16
Elk golfje van het water drijft me tot waanzin. In elke beweging verschijnt jouw gezicht. Onbegrip en verwijt. Vooral dat laatste. We hebben je er niet voor kunnen behoeden. We hebben je niet beschermd.
Ik moet positief blijven denken. Mezelf constant overtuigen dat jij niet weerloos op de bodem van dit meertje ligt. Donker water dat je omsluit, planten die als slangen om je benen kronkelen. De kou… Sorry, lieverd. Het wordt me vaak te veel. Dan kan ik niet meer normaal denken. Slaat de paniek toe. Het grijpt me naar de keel. Tijdens die momenten haat ik mezelf. Daal ik af in een bodemloze put. Ik ben niet verward, ik word langzamerhand krankzinnig.
Ooit zul je begrijpen hoe ik me nu voel. Laat er ooit een ooit zijn.
De onzekerheid knaagt genadeloos. De politie weet nu bijna zeker dat jij niet in die angstaanjagende plas ligt. En ook niet in het bos en de directe omgeving. Ze hebben alles uitgekamd, de speurhonden konden niets vinden. De duikers evenmin…
Papa en ik zijn doorgelopen. We staan nu voor het stukje bos dat uitkomt bij het meer. Op deze plek ontdekten ze dat jij er niet meer was. Er zijn geen roodwitte linten gespannen, de politie is hier klaar. Ook hier hebben ze niets gevonden. En dat is goed, herhaal ik keer op keer. Dan leef jij nog. Je ademt en denkt aan ons, zoals wij elke seconde van de dag aan jou denken. Maar waar ben je?
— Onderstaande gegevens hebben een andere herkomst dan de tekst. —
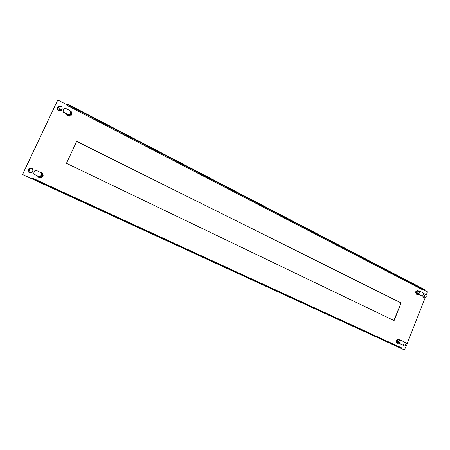 <?xml version="1.0" encoding="UTF-8"?>
<svg xmlns="http://www.w3.org/2000/svg" width="450" height="450" viewBox="0 0 450 450"><rect width="100%" height="100%" fill="white"/><g stroke="black" fill="none" stroke-linecap="round" stroke-linejoin="round"><path stroke-width="0.67" d="M31.579 178.639L32.276 178.605L401.844 348.463L402.002 348.069L32.518 178.099L31.815 178.138L31.579 178.639L22.573 174.499L57.797 99.973L66.493 104.484L66.263 104.968L422.319 289.642L424.777 290.16L67.174 104.456L67.404 103.967L424.929 289.772L424.777 290.16M426.262 295.014L427.5 291.864L423.832 289.963M57.797 99.973L22.5 174.504L404.392 349.937L406.249 345.977M407.109 343.789L425.419 297.163M404.657 350.027L399.476 347.647L401.844 348.463M58.41 106.318L57.347 107.364L57.583 109.727C58.579 110.897 59.715 111.139 60.986 110.453M37.569 176.057L38.554 177.3C40.387 178.307 41.856 177.975 42.953 176.293L43.206 175.089L42.086 172.873L40.208 172.215M29.998 168.064L28.063 169.386C27.624 170.522 27.9 171.495 28.879 172.311L30.831 172.761M421.594 295.976L422.432 296.994L423.579 297.248M417.859 290.407L415.811 291.628L415.631 292.556L416.998 294.429M404.336 342.141L406.024 342.877M402.57 344.897L404.392 345.949M399.156 339.362L398.627 339.081L396.467 340.442L396.276 341.376L397.429 343.26L397.918 343.316M66.606 114.142L66.938 114.84C68.687 116.623 70.273 116.589 71.691 114.739L71.933 113.541L71.432 112.039M401.113 302.906L394.093 320.603L66.465 163.294L76.691 141.328L401.113 302.906L393.851 320.484M40.23 172.226L41.822 172.755L40.23 172.226M42.593 173.503L42.868 176.304L42.103 177.272L40.494 177.891C42.913 177.244 43.616 175.781 42.593 173.503M397.603 343.232L397.254 343.198L397.603 343.232M71.494 112.146L71.589 114.789L70.447 115.954M76.663 141.396L400.849 302.839M66.493 104.484L67.404 103.967M66.263 104.968L67.174 104.456M32.518 178.099L32.276 178.605M423.54 294.013L424.896 294.002M424.963 297.141L423.461 297.197L422.696 295.926M425.835 294.576L426.308 296.331L425.666 297.073L424.845 297.09L424.373 295.335L425.835 294.576M416.031 291.195L415.671 292.106M415.918 293.704L417.33 294.502L418.067 294.351M417.814 290.402L418.928 291.111M416.216 293.766L416.526 292.978L418.129 294.362M418.365 290.998L417.229 291.201L416.543 292.984L417.448 293.692L417.746 292.928L419.136 293.321L418.044 293.085L418.151 294.373L417.448 293.692M417.538 290.413L417.229 291.201L419.377 291.296L418.478 291.988M418.044 293.085L417.746 292.928L418.455 291.139M419.029 293.586L419.642 292.027L420.339 291.504L423.242 292.95L423.534 294.036L422.927 295.582L422.021 296.055L419.327 294.671L419.029 293.586L417.943 293.344M418.151 294.373L421.751 296.004M419.541 292.292L418.151 291.898M405.748 345.954L404.314 345.915L403.537 344.739M406.665 343.361L407.154 345.105L406.316 345.954L405.664 345.921L405.174 344.183L406.665 343.361M404.37 342.731L405.461 342.512M396.281 341.218L396.855 339.767M396.534 342.506L396.934 342.641L397.249 341.837L398.137 343.029L398.812 343.26M399.161 339.795L397.963 340.026L398.278 339.227L397.845 339.086M398.278 339.227L399.78 339.998M398.689 343.215L397.738 343.277L396.934 342.641M398.762 341.994L399.814 342.343L400.016 343.682L402.851 344.993L403.701 344.458L404.325 342.883L404.021 341.809L401.181 340.493L400.23 341.291L398.869 340.802L398.452 341.848L398.874 343.277L397.249 341.837M397.26 341.843L397.963 340.026L400.112 340.144L399.189 340.914M400.23 341.291L399.814 342.343L398.452 341.848L398.149 342.624M398.874 343.277L402.778 344.964M401.141 340.481L400.112 340.144M399.173 340.026L398.869 340.802M71.314 112.292L71.072 115.56M58.95 110.346L57.988 109.502L57.594 107.584L57.752 107.128L60.255 105.93L61.914 107.055L62.117 109.378C61.391 110.571 60.334 110.897 58.95 110.346M59.619 109.609L58.697 107.145L60.615 106.222L61.133 106.403C62.1 107.027 62.404 107.848 62.049 108.866C61.492 109.789 60.682 110.036 59.619 109.609M66.938 114.84L69.401 116.179M67.05 114.789L66.763 114.227M70.554 111.066L71.494 111.909L71.038 112.883L71.049 112.005L69.744 114.126L68.265 114.587L63.664 112.224L63.203 111.819L63.096 110.717L64.024 108.748L65.514 108.293L70.104 110.661L70.582 111.099L70.509 112.494M67.078 114.39L69.924 115.166M70.599 112.961L69.542 115.222L69.986 115.133L71.038 112.894M69.542 115.222L68.012 114.851L69.047 114.688M70.757 111.6L71.049 112.005M68.012 114.851L63.461 112.331L63.039 111.904L63.096 110.717M64.378 108.337L62.899 110.818M69.896 113.799L69.992 114.261L69.739 114.131M69.514 116.128L69.981 115.138M40.309 172.266L40.776 172.361M42.519 173.661C43.397 175.849 42.694 177.261 40.41 177.896M29.627 172.519L28.17 170.179L28.384 169.335L29.773 168.126L32.119 168.536C33.058 169.352 33.317 170.319 32.884 171.428C32.141 172.659 31.056 173.025 29.627 172.519M30.206 171.979L29.093 170.179L29.256 169.537L30.319 168.609L31.753 168.699C32.754 169.284 33.069 170.1 32.709 171.141C32.136 172.086 31.303 172.361 30.206 171.979M39.06 177.598L40.59 177.778L38.711 177.204L37.845 176.186M39.122 176.889L38.796 176.625M38.385 176.434L38.672 176.664M40.432 172.322L42.609 173.464L42.142 174.465M41.574 173.132L42.142 174.476L41.068 176.766L38.869 176.625M38.346 176.417L40.224 177.03M40.815 175.759L41.597 174.088L41.254 172.738L36.287 170.393L34.757 170.904L33.812 172.918L34.189 174.291L39.139 176.608L40.815 175.759L41.006 176.023L42.086 173.717M34.397 174.414L39.139 176.608M34.757 170.904L35.561 170.297M34.599 170.921L33.812 172.918M34.239 174.426L33.654 172.935M40.545 177.002L40.748 175.905M41.062 176.766L40.59 177.778M38.97 176.692L39.555 176.715M419.327 294.671L418.241 294.429M421.476 295.931L422.021 296.055M419.642 292.027L418.556 291.791M398.661 342.259L399.713 342.608M400.016 343.682L398.964 343.327M400.337 341.027L399.279 340.678M67.854 114.784L68.265 114.587M423.608 293.636L424.322 293.794M416.666 294.351L416.959 294.418M418.05 290.931L418.821 291.099M422.077 296.077L421.746 296.004M420.339 291.504L419.248 291.268M396.956 343.012L397.654 343.249M398.199 339.03L398.891 339.255M399.071 339.767L399.819 340.009M402.817 344.981L402.351 344.824M401.181 340.493L400.123 340.144M57.583 109.727L57.988 109.502M58.579 107.494L57.594 107.584M60.615 106.222L60.255 105.93M28.879 172.311L29.199 172.271M29.093 170.179L28.17 170.179M30.319 168.609L29.773 168.126"/></g></svg>
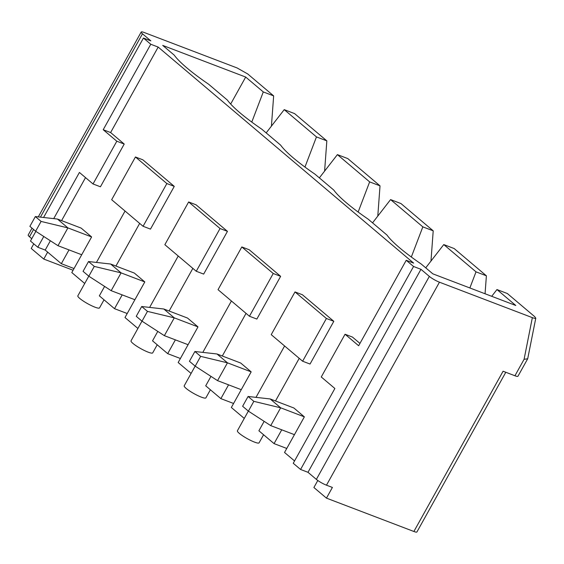 <?xml version="1.0" encoding="UTF-8"?>
<svg xmlns="http://www.w3.org/2000/svg" width="564" height="564" viewBox="0 0 564 564"><rect width="100%" height="100%" fill="white"/><g stroke="black" fill="none" stroke-linecap="round" stroke-linejoin="round"><path stroke-width="0.85" d="M143.073 226.284L150.482 229.111L174.269 186.374L142.861 159.816L135.452 156.989L111.665 199.719L143.073 226.284L166.859 183.554L135.452 156.989M139.668 223.407L115.937 266.046M104.601 286.413L99.349 295.853L114.513 308.677L122.191 294.88M137.905 328.459L124.982 317.532L144.8 281.922L134.331 273.068L110.622 264.022L121.091 272.877L111.178 290.679L88.83 276.205L94.28 266.405L88.52 261.541L83.07 271.333L88.83 276.205M227.454 231.353L196.046 204.795L188.637 201.968L164.85 244.698L196.258 271.263L203.667 274.09L227.454 231.353L220.045 228.526L188.637 201.968M192.853 268.386L169.122 311.025M157.786 331.392L152.534 340.832L167.691 353.656L175.376 339.859M191.09 373.439L178.168 362.511L197.985 326.894L187.516 318.047L163.807 309.001L174.276 317.849L164.364 335.658L142.015 321.177L147.465 311.384L141.705 306.52L136.255 316.312L142.015 321.177M280.639 276.332L249.225 249.774L241.822 246.947L218.035 289.677L249.443 316.242L256.853 319.069L280.639 276.332L273.23 273.505L241.822 246.947M246.038 313.365L222.308 356.004M210.971 376.371L205.712 385.811L220.876 398.635L228.561 384.838M244.275 418.417L231.346 407.49L251.17 371.873L240.701 363.026L216.992 353.981L227.461 362.828L217.549 380.637L195.2 366.156L200.65 356.363L194.89 351.499L189.441 361.291L195.2 366.156M302.628 361.221L310.038 364.048L333.817 321.311L302.41 294.753L295 291.926L271.221 334.656L302.628 361.221L326.408 318.484L295 291.926M299.223 358.344L275.493 400.983M264.149 421.35L258.897 430.79L274.062 443.614L281.746 429.817M294.549 460.936L284.531 452.469L304.356 416.852L293.886 407.998L270.177 398.952L280.646 407.807L270.734 425.616L248.386 411.135L253.835 401.342L248.075 396.471L242.626 406.27L248.386 411.135M317.8 480.486L313.894 487.507L326.457 498.132L332.4 487.444L326.478 485.188A8.27 1.396 -150.9 0 1 316.362 479.386L429.338 276.395L420.963 269.31L307.986 472.301L300.577 469.474L293.245 463.277L334.875 388.49L321.261 376.978L345.048 334.248L352.458 337.075L359.959 343.42M345.048 334.248L358.655 345.753L406.228 260.286L413.638 263.113L158.181 47.08L110.614 132.547L124.221 144.053L100.434 186.79L93.032 183.963L79.418 172.45L53.721 218.62M85.524 177.618L61.589 220.623M50.379 240.765L45.205 250.063L61.328 263.698L69.005 249.901M84.72 283.488L71.797 272.553L91.615 236.943L81.145 228.089L57.436 219.043L67.906 227.898L57.993 245.7L35.645 231.226L41.094 221.426L35.335 216.562L29.885 226.354L35.645 231.226M33.572 229.47L29.497 236.781A8.27 1.396 -150.9 0 1 28.2 235.019L32.021 228.159M230.669 104.051L245.692 77.056L263.282 91.932L273.653 95.894L247.688 73.933L237.113 67.955L144.222 32.515A8.27 1.396 29.1 0 0 141.183 32.035A8.27 1.396 29.1 0 0 142.48 33.798L40.439 217.133M180.395 358.5L167.691 353.656M74.025 268.542L61.328 263.698M45.205 250.063L37.795 247.236L30.463 241.039L35.856 231.36M29.497 236.781L31.767 238.699M47.644 252.129L43.78 259.073L73.08 270.248M33.784 243.845L31.217 248.449L43.78 259.073M245.692 77.056L162.707 45.402L174.227 55.138A95.774 16.137 29.1 0 0 208.567 84.184L227.412 100.117A95.774 16.137 29.1 0 0 261.752 129.163L280.597 145.096A95.774 16.137 29.1 0 0 314.938 174.142L333.782 190.075A95.774 16.137 29.1 0 0 368.116 219.114L386.967 235.054A95.774 16.137 29.1 0 0 421.301 264.093L432.821 273.836L515.799 305.491L496.954 289.558L507.332 293.513L534.552 316.531L535.793 318.138C535.624 318.597 534.482 318.434 532.353 317.638L524.083 359.317L514.932 375.758A8.27 1.396 29.1 0 0 517.971 376.237L527.7 358.76L524.083 359.317M43.576 217.485L143.446 38.049L150.856 40.876L142.48 33.798M143.446 38.049L150.771 44.253L103.205 129.72L116.811 141.226L93.032 183.963M158.181 47.08L150.771 44.253M406.228 260.286L413.56 266.483L300.577 469.474M420.963 269.31L413.56 266.483M429.338 276.395A8.27 1.396 29.1 0 0 439.455 282.197L532.353 317.638M266.173 132.9L284.221 109.642L294.591 113.597L326.838 140.873L316.46 136.911L304.955 167.064M263.282 91.932L251.777 122.085M491.723 296.304L496.954 289.558M425.728 267.837L443.769 244.579L476.016 271.848L469.868 287.971M372.543 222.858L390.584 199.6L422.831 226.869L411.325 257.022M319.358 177.879L337.399 154.621L369.646 181.89L358.14 212.043M316.46 136.911L284.221 109.642M326.457 498.132L413.884 531.485A8.27 1.396 -150.9 0 0 416.923 531.965L505.802 372.275M413.884 531.485L503.081 371.232L514.932 375.758M127.21 313.521L114.513 308.677M286.766 448.458L274.062 443.614M307.986 472.301L316.362 479.386M124.221 144.053L116.811 141.226M110.614 132.547L103.205 129.72M43.773 236.492L37.795 247.236M271.418 126.146L273.653 95.894M476.016 271.848L486.387 275.803L454.147 248.534L443.769 244.579M485.061 293.766L486.387 275.803M422.831 226.869L433.208 230.824L400.962 203.555L390.584 199.6M324.603 171.118L326.838 140.873M535.793 318.138L527.7 358.76M337.399 154.621L347.776 158.576L380.023 185.852L377.788 216.097M369.646 181.89L380.023 185.852M430.974 261.076L433.208 230.824M88.795 276.17L77.846 295.832A12.401 2.087 29.1 0 0 83.232 301A12.401 2.087 29.1 0 0 94.971 307.176A12.401 2.087 29.1 0 0 99.525 307.895L104.03 299.808M166.859 183.554L174.269 186.374M233.581 403.479L220.876 398.635M248.343 411.107L237.402 430.769A12.401 2.087 29.1 0 0 242.788 435.937A12.401 2.087 29.1 0 0 254.526 442.113A12.401 2.087 29.1 0 0 259.08 442.832L263.578 434.745M326.408 318.484L333.817 321.311M195.158 366.128L184.216 385.79A12.401 2.087 29.1 0 0 189.603 390.958A12.401 2.087 29.1 0 0 201.341 397.134A12.401 2.087 29.1 0 0 205.895 397.853L210.393 389.766M249.443 316.242L273.23 273.505M141.98 321.149L131.031 340.811A12.401 2.087 29.1 0 0 136.417 345.979A12.401 2.087 29.1 0 0 148.156 352.155A12.401 2.087 29.1 0 0 152.71 352.874L157.208 344.787M196.258 271.263L220.045 228.526M304.356 416.852L280.646 407.807L253.835 401.342M270.177 398.952L248.075 396.471M270.734 425.616L294.443 434.661M251.17 371.873L227.461 362.828L200.65 356.363M216.992 353.981L194.89 351.499M217.549 380.637L241.258 389.682M197.985 326.894L174.276 317.849L147.465 311.384M163.807 309.001L141.705 306.52M164.364 335.658L188.073 344.703M144.8 281.922L121.091 272.877L94.28 266.405M110.622 264.022L88.52 261.541M111.178 290.679L134.888 299.724M91.615 236.943L67.906 227.898L41.094 221.426M57.436 219.043L35.335 216.562M57.993 245.7L81.702 254.745M326.478 485.188L439.455 282.197M38.289 216.893L141.183 32.035M96.444 262.429L125.046 211.042M255.993 397.366L284.601 345.972M202.807 352.387L231.416 300.993M149.629 307.408L178.231 256.014"/></g></svg>

Papa doet erg zijn best om mij te steunen. Hij huilt stilletjes in de badkamer en op momenten dat hij denkt dat ik het niet zie. Tegenover mij en andere mensen probeert hij zijn kalmte te bewaren. En dat is moeilijk, want hij heeft evenveel pijn als ik.
De politie heeft gezegd dat het beter is als wij naar huis gaan. Hier blijven heeft volgens hen geen zin. Dan worden we alleen maar meer geconfronteerd met de harde werkelijkheid dat jij verdwenen bent. Ik weet niet wat wij nu moeten doen. Hier blijven en jou zoeken? Ja. Wij gaan zoeken, zullen altijd doorgaan met zoeken. Maar waar? Hoe kun je zoeken als je niet weet waar je dat moet doen? Wij voelen ons zo machteloos, Bibi. En schuldig.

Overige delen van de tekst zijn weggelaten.